20th. We camped last night on the prairie without wood or water, only some rotten slough water, bad enough to poison a horse. We had a wind storm, with heavy thunder, just at night, but no rain. It came upon us instantly without warning, and before we could secure our tents they were all blown down but two, which were protected by, and secured to the wagons. It was terrific, raising loaded wagons on the side next to the wind, two feet from the ground; we expected they would be blown over, and nothing saved them from being overturned but their loads, for if they had not been loaded they would have been swept away before the wind like feathers. Some of the time it was impossible for a man to keep his feet. I never saw such a storm of wind in the States, and hope I may not see another on this journey. We drove 26 miles and camped on an island in the Platte, or Nebraska river, about two miles below Fort Kearney, where we found plenty of grass and fuel. Saw some antelope, deer and buffalo to-day, but did not try to kill any.

26 miles.

21st. Remained over to repair damages, and to cut our wagon boxes off and make them shorter. Had some rain in the morning. A report is current here this morning that a train was cut off by the Indians on Sunday night, (where we baited Sunday noon.) A company of dragoons have left the Fort to-day to investigate the matter. Fort Kearney is considerable of a fort, built of adobies or unburnt brick. It is built in the form of a paralelogram, the centre forming a square which is defended by a park of artillery. The garrison consists of about 250 soldiers, who seem to be under excellent discipline. The commander's name I did not learn. The whole affair seems to be well calculated to keep the Indians in check, but I think would be of very little account in repelling an attack made by scientific troops, supported with good artillery.

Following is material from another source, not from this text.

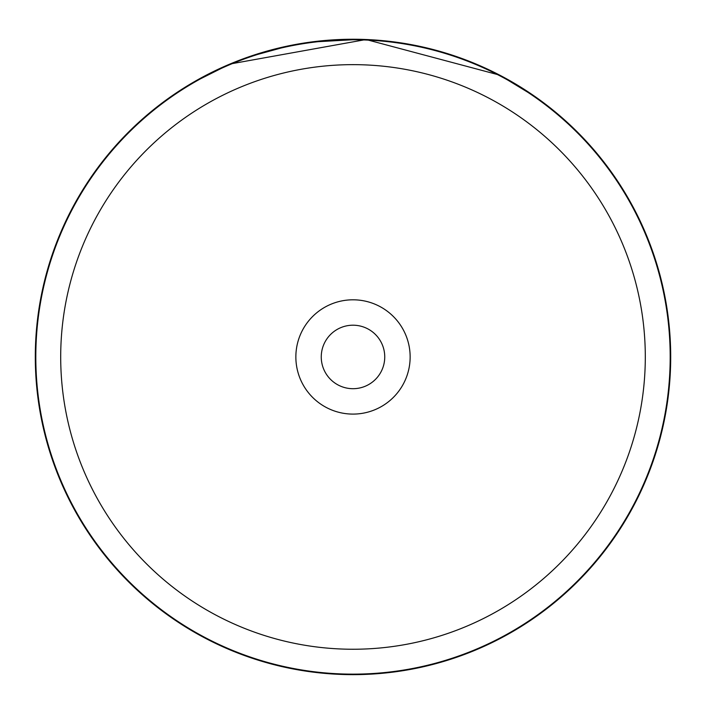 <?xml version="1.0" encoding="UTF-8"?>
<svg xmlns="http://www.w3.org/2000/svg" width="706" height="706" viewBox="0 0 706 706"><rect width="100%" height="100%" fill="white"/><g stroke="black" fill="none" stroke-linecap="round" stroke-linejoin="round"><path stroke-width="1.06" d="M645.302 356.945A292.302 292.302 0 0 0 353 64.643A292.302 292.302 0 0 0 60.698 356.945A292.302 292.302 0 0 0 353 649.246A292.302 292.302 0 0 0 645.302 356.945M670.188 356.945A317.188 317.188 0 0 0 353 39.757A317.188 317.188 0 0 0 35.812 356.945A317.188 317.188 0 0 0 353 674.142A317.188 317.188 0 0 0 670.188 356.945M295.858 356.945A57.142 57.142 0 0 0 353 414.095A57.142 57.142 0 0 0 410.142 356.945A57.142 57.142 0 0 0 353 299.803A57.142 57.142 0 0 0 295.858 356.945M321.256 356.945A31.744 31.744 0 0 0 353 388.697A31.744 31.744 0 0 0 384.744 356.945A31.744 31.744 0 0 0 353 325.201A31.744 31.744 0 0 0 321.256 356.945M213.406 71.553L212.806 71.853M188.211 85.329L179.103 91.065L191.847 83.149L230.006 64.025L366.061 39.518L499.645 75.118L536.092 97.313L543.293 102.546M539.56 99.793L534.618 96.281M528.741 92.283L521.584 87.668M513.544 82.796L504.252 77.563M494.059 72.277L481.351 66.329M419.179 46.217L413.742 45.105M406.215 43.737L385.705 40.939M465.307 59.763L476.135 64.078M489.382 70.009L493.194 71.853M513.906 82.999L515.477 83.943M515.221 83.785L507.04 79.09M504.781 77.854L485.834 68.35M407.344 43.931L406.109 43.719M360.272 39.333L310.569 42.095M309.051 42.307L289.284 45.705M287.942 45.978L273.954 49.235M265.059 51.662L253.428 55.253M246.906 57.486L241.955 59.286M235.901 61.616L228.559 64.634M217.263 69.7L214.633 70.962M290.095 45.537L248.327 56.983M307.075 42.581L305.98 42.748M272.419 49.641L271.21 49.958M269.357 50.453L268.651 50.647M670.7 356.945A317.7 317.7 0 0 0 353 39.245A317.7 317.7 0 0 0 35.3 356.945A317.7 317.7 0 0 0 353 674.645A317.7 317.7 0 0 0 670.7 356.945"/></g></svg>

22d. Started again this morning, traveled 22 miles up the Platte river. Our road lay along the Platte bottom, and was very good, but somewhat slippery from the rain that fell day before yesterday. The Platte bottom on this side of the river, is from 10 to 15 miles wide, being terminated on the side opposite from the river by high sand hills or bluffs. The river itself is about two miles wide, with a swift current, but filled up with innumerable islands and sand bars.

22 miles.

23d. Our road still leads up the Platte bottoms. The land is very good, and we find some grass, best where there is no wood, except some willows and cotton wood on the islands in the river. We saw some antelope and buffalo to-day, but they were back on the bluffs, and our men thought too much of their spare horses to follow them.

25 miles.

24th. Continue still up the Platte bottom. We found some excellent springs of cool water, which were a treat to us, as we have had a very hot day, and our water has all along been muddy river water. We were compelled to use buffalo chips to-day for fuel, there being no wood. I suppose many of my lady readers would rather turn up their noses at a hoe cake baked on buffalo chips, but I assure them I saw ladies, who were genteel, that seemed to eat cakes baked with this fuel with great apparent relish. The buffalo chips used are droppings of buffalo the year previous. They become entirely dry, and make very good fuel, and are the main dependance for cooking for the next 300 miles, and until we get into the sage country. One of our men waded the Platte river to-day while we were baiting. The water was about three feet deep, except on the sand bars, where it was often not over six inches deep. The width of the river is about one mile. We began to find alkali on the surface of the ground to-day. In some places it was half an inch in depth, and tastes like air slacked salæratus. We found but little grass on this day's travel, but a very good, level road, and saw some antelope.

25 miles.

25th. Weather still hot, with cold nights. The wind changes about midnight, and blows cold from the west until noon of the next day, in the afternoon it dies away, leaving the atmosphere hot and sultry. The wind suddenly changed this evening, and blew a perfect tornado. It would have made a parson split his sides with laughter if he could have refrained from holding the hair on his own head long enough to laugh—to have seen the perfect confusion and turmoil which our camp was thrown into when it struck us. Tents were flying in the air, men chasing their hats, with the most persevering energy; some were holding down their tents to keep them from tumbling down, while others were tumbling them down to keep them from being torn into ribbons, and others in the greatest excitement were securing the covers of their wagons to prevent their being blown away; in truth it was one of the most delightful scenes of confusion, turmoil and dismay that could be imagined. For our part, we had noticed the coming change a few moments before it came about, and had secured our tent to our wagon, so that it weathered the gale; ours and one other were the only ones in the camp that remained standing when the blow passed over. The tornado lasted about thirty minutes, but during that time it leveled every tent in every encampment in sight of us, (but the two in our camp.) This is the second time we have had such a blow out, but we expect to find more of them before we get through. The grass is poor to-day, and no wood except willows on the islands and buffalo chips, of the latter of which there are a great plenty.